The interaction between RVA antigens of various genotypes and the host immune system offers an explanation for variations in disease outcomes among the immunized and non-immunized children. This interaction primarily depends on the immunogenic domains within the VP4 and VP7 proteins. Notably, the VP7 gene, encompassing 326 amino acids, contains nine variable regions, with four serving as antigenic epitopes, specifically identified as 7-1a, 7-1b, and 7 − 2. Activation of the VP4 protein, spanning 776 amino acids, requires proteolytic cleavage into two distinct segments: VP8 and VP5, each containing four (8 − 1–8 − 4) and five (5 − 1–5–5) antigenic epitopes, respectively [4]. Due to the diversity of immunogenic motifs within these proteins, multiple lineages and sub-lineages have been defined. According to the study of Motamedi-Rad et al., within the predominant G-types, there are eleven, six, four, six, and six lineages for G1, G2, G3, G4, and G9 lineage, respectively. In terms of P serotypes, four, five, and five distinct lineages were reported for P[8], P[4], and P[6], respectively [16].

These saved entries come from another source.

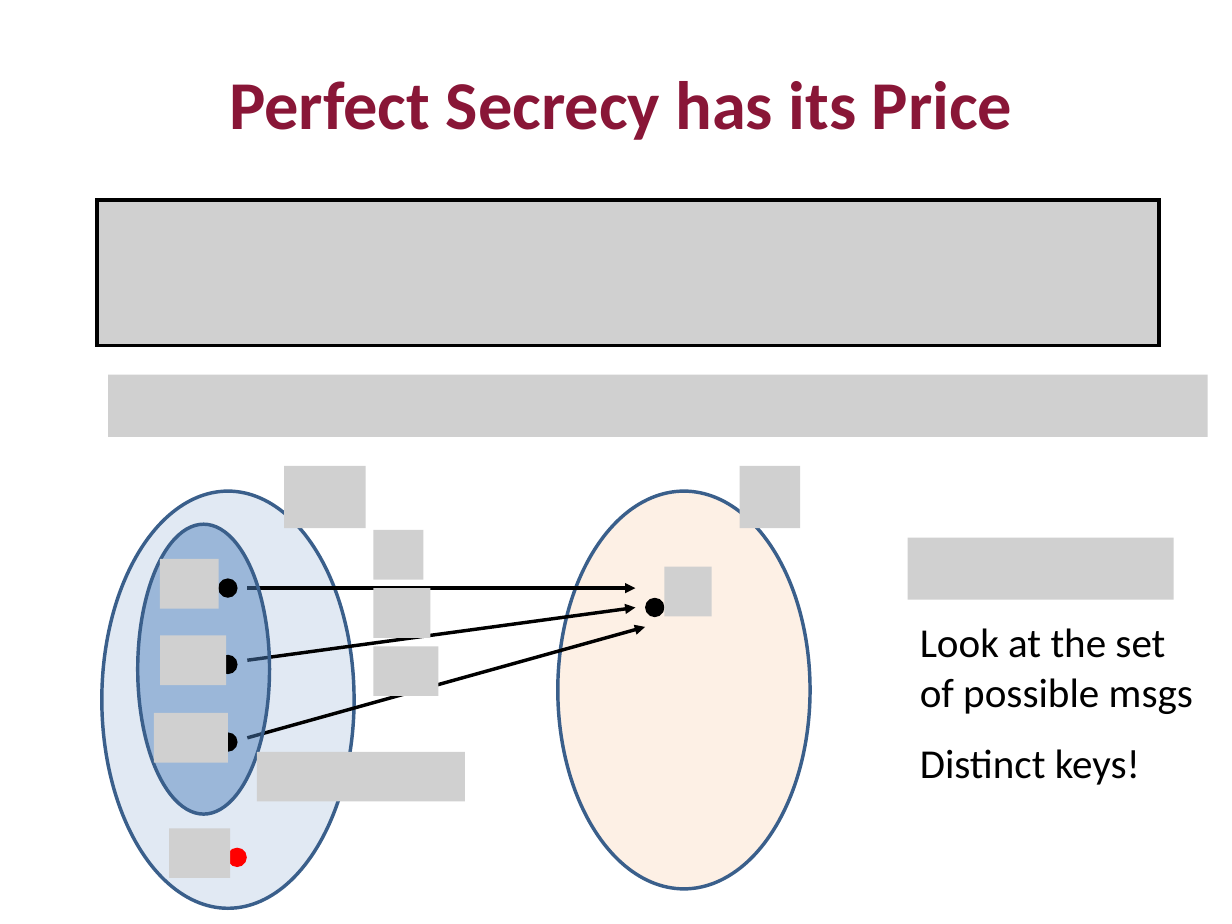
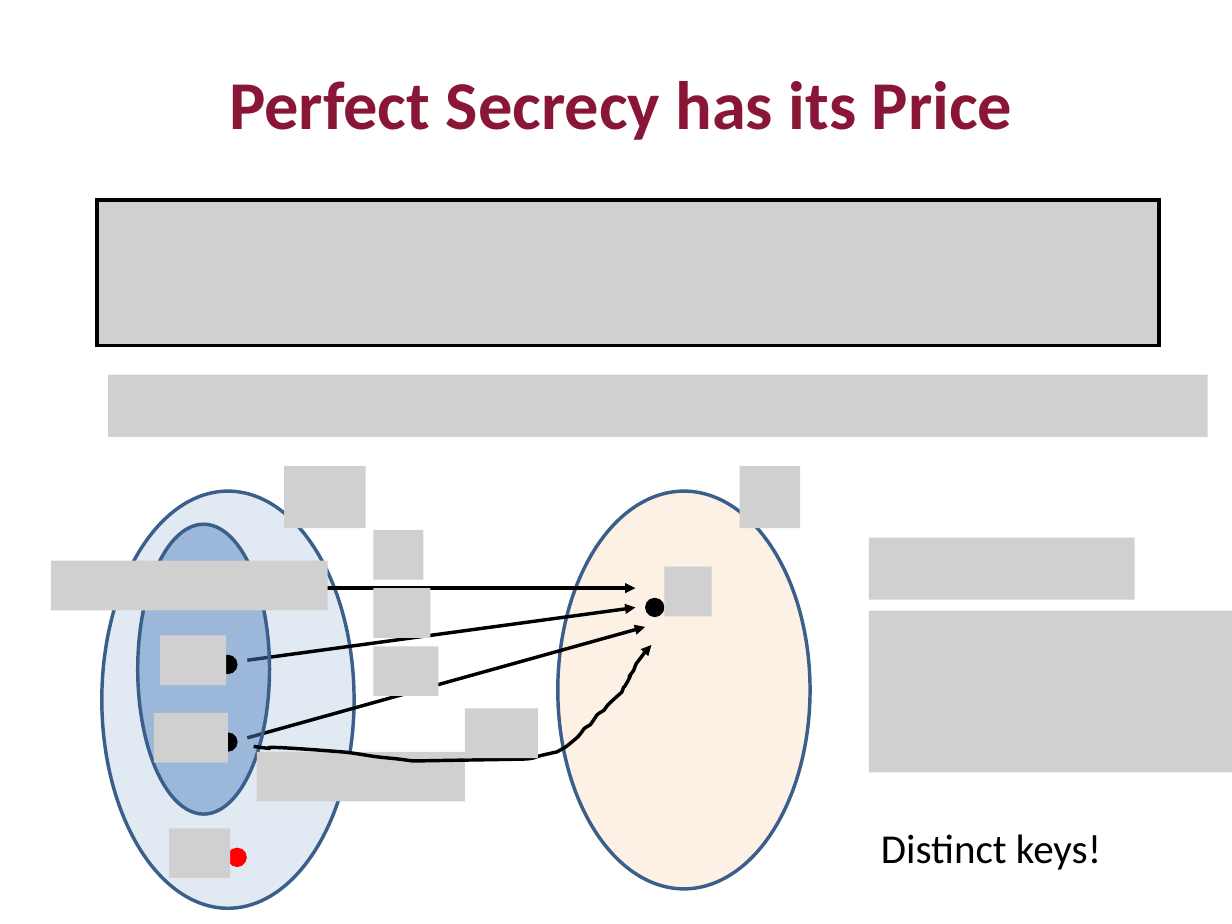
Before and after one commit to mit6875/mit6875.github.io, a slide deck: slide 33 of FA22SLIDES/lec1.pptx (slide 30 before the commit). Drawn at 1232x924 pixels with LibreOffice and Linux fonts; fonts in the diff are those of the drawing; grey boxes stand for pictures. Boxes give left, top, right and bottom in pixels: in the first picture for what was removed or moved away, otherwise in the second. Text is boxed around its words. In the diff, an @@ line names an element or a change of style, - is before the commit and + after.

Commit message:
Update lec1 slides

```diff
--- a/FA22SLIDES/lec1.pptx
+++ b/FA22SLIDES/lec1.pptx
@@ picture: place and size @@
-picture at (908, 537, 1174, 599)
+picture at (869, 537, 1135, 599)
@@ picture: place and size @@
-picture at (160, 559, 219, 609)
+picture at (51, 561, 328, 610)
@@ ellipse removed at (218, 578, 238, 598) @@
@@ picture added at (869, 611, 1232, 772) @@
@@ text removed at (920, 628, 1193, 714) @@
-Look at the set of possible msgs
@@ freeform shape added at (254, 646, 652, 761), outline #000000 2 pt @@
@@ picture added at (464, 708, 537, 758) @@
@@ text "Distinct keys!": place and size @@
-text "Distinct keys!" at (920, 749, 1140, 785)
+text "Distinct keys!" at (881, 834, 1101, 870)
```
Also in this commit, not shown: 4 other slides changed, 3 slides added, 1 other file.
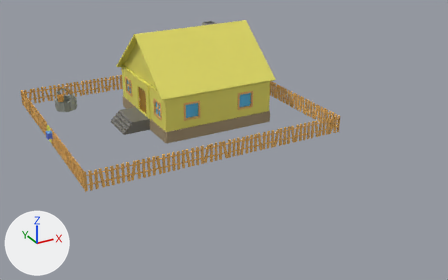
Before and after pictures for a commit that changed the Blender file testing/MapPrototype/models/ruralHouse.blend.
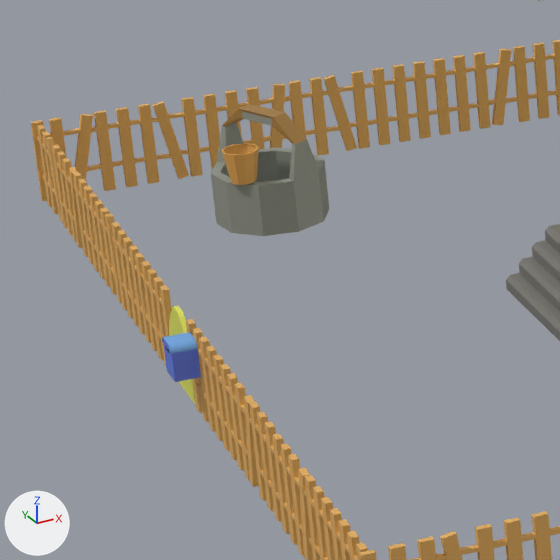
Each version appears first whole from a 50 mm lens placed at (-23.53, -48.52, 20.9), pointed at (-0.92, -7.4, 0.34), and next in a close-up on the part from 3% to 27% of the width and 24% to 62% of the height. Lighting does not change. The marker at lower left points along +X, +Y and +Z.

Names of what the first close-up shows: '1', '5', '6', '7', '8', 'bucket', 'mailbox', 'main', 'pit'.
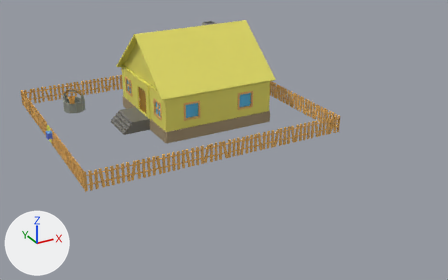
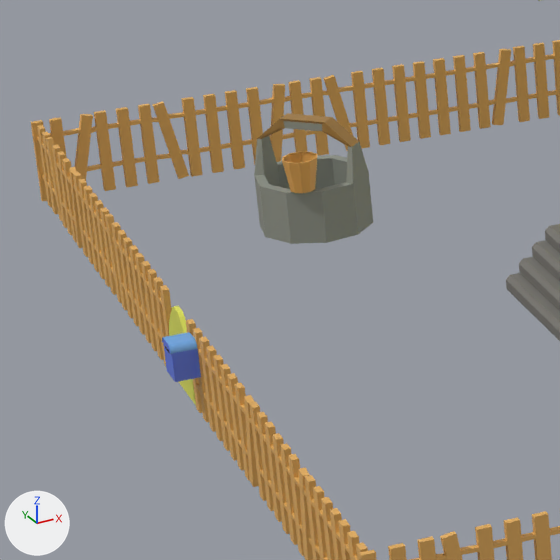
What changed in the scene script:
```text
Change ob_bucket:
    ob_bucket.location: (-10.6, 6.44, 0.97) -> (-9.8, 5.52, 0.97)
    ob_bucket.rotation_euler: (0.0, 0.0, 0.0) -> (0.0, 0.0, 0.329)  # degrees (0, 0, 0) -> degrees (0, 0, 19)
Change ob_pit:
    ob_pit.location: (-10.0, 7.04, 0.68) -> (-9.43, 6.28, 0.68)
    ob_pit.rotation_euler: (0.0, 0.0, -1.07) -> (0.0, 0.0, -0.741)  # degrees (0, 0, -61) -> degrees (0, 0, -42)
```

What differs and where, as boxes [x1, y1, x2, y2] in the close-ups (560 x 560 px):
'pit', moved, turned: before [211, 104, 329, 236]; after [254, 113, 373, 244]
'bucket', moved, turned: before [221, 143, 259, 185]; after [282, 151, 318, 193]

RV vaccination is the most effective strategy for significantly reducing the incidence of severe infections and the number of deaths in children. Rotarix (GlaxoSmithKline) consists of a monovalent G1P[8] strain derived from a single human G1P[8] strain. Conversely, RotaTeq (Merck), is a human-bovine reassortant vaccine, composed of five strains derived from human (G1, G2, G3, and G4) and bovine (P[8]) strains [17]. Both RVA vaccines have demonstrated the ability to elicit homotypic and heterotypic immune responses, resulting in a notable decline in morbidity and mortality. However, the RVA vaccine has proven to be more effective in high-income countries (80–90%) against severe rotavirus disease compared to low- to middle-income countries (40–70%) [18]. Various factors contribute to this disparity, including the genotypic and lineage diversity of RVA strains, which are driven by recombination, rearrangement, reassortment, and mutations. Additionally, host genetic factors, malnutrition, gut microbiota dysbiosis, co-infections, environmental enteropathy, and the passive transfer of maternal antibodies have been suggested as potential determinants of differences in RVA vaccine efficacy between high- and low-income countries [16]. RVA lineages with distinct antigenic properties could potentially allow RVA strains to evade vaccine-induced immunity [19].

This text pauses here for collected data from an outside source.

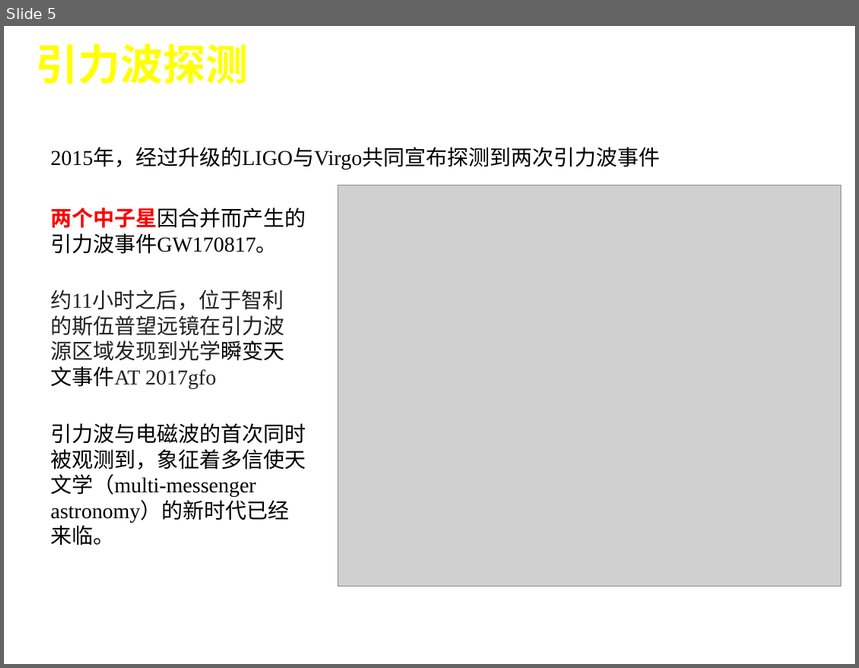
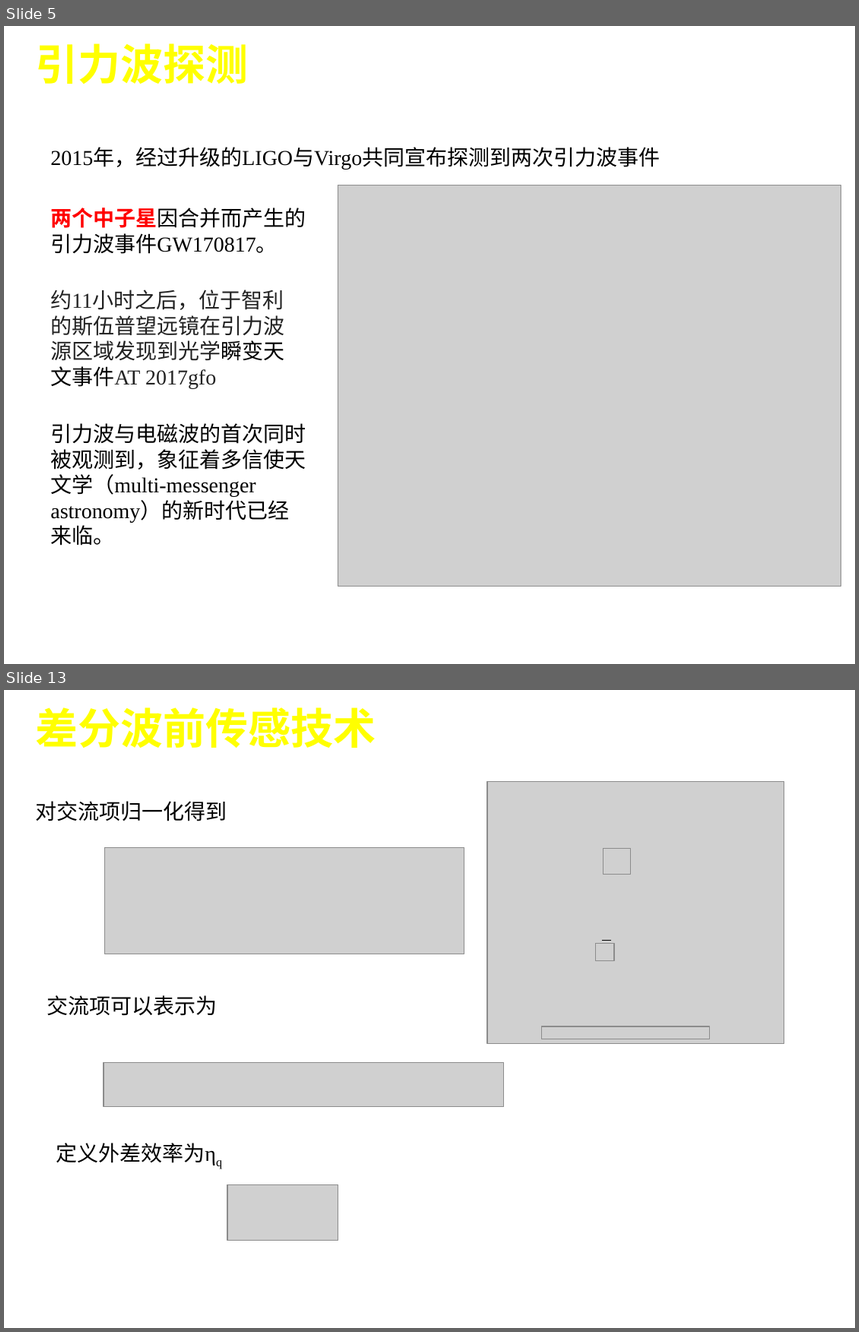
Before and after one commit to cateliu/Test, a slide deck: 第二学年/Report/开题报告/Reference.pptx. Shown one above the other, each under a label of ours: slide 5 before the commit, slides 5 and 13 after it; the slides between them are not shown. The pictures are 859x668 and 859x1332 pixels, drawn with LibreOffice and Linux fonts; fonts in the diff are those of the drawing; grey boxes stand for pictures; background and template pictures are left out. Boxes give left, top, right and bottom in pixels: in the first picture for what was removed or moved away, otherwise in the second. Text is boxed around its words. In the diff, an @@ line names an element or a change of style, - is before the commit and + after.

```diff
--- a/第二学年/Report/开题报告/Reference.pptx
+++ b/第二学年/Report/开题报告/Reference.pptx
@@ slide 13 added at [4, 690, 855, 1328], background #FFFFFF @@
@@ title added at [36, 707, 376, 748], 36 pt, text #FFFF00, bold @@
+差分波前传感技术
@@ text added at [36, 801, 227, 821], 18 pt, text #000000 @@
+对交流项归一化得到
@@ picture added at [104, 847, 464, 954] @@
@@ text added at [47, 996, 217, 1016], 18 pt, text #000000 @@
+交流项可以表示为
@@ group added at [487, 781, 785, 1043]: 4 pictures, 1 freeform shape @@
@@ picture added at [104, 1063, 503, 1107] @@
@@ text added at [56, 1143, 216, 1166], 18 pt, text #000000 @@
+定义外差效率为ηq
@@ picture added at [228, 1186, 338, 1241] @@
```
Also in this commit, not shown: 3 slides changed, 10 other slides added, 1 slide removed, 7 other files.

With the increasing diversity of RVA strains and the incidence of uncommon fully and partially heterotypic genotypes, such as G1P[6] or G9P[4], particularly in countries without RVA vaccination programs, concerns are growing regarding the reduced effectiveness of approved vaccines against the emerging variants [18]. In this current cross-sectional study, the VP7 and VP4 lineages of human rotavirus A (RVA) strains circulating in children under the age of five with diarrhea were analyzed. Additionally, the amino acid sequences of these RVAs and their potential antigenic distinctions and cytotoxic T cell epitopes compared to the vaccine strains were assessed.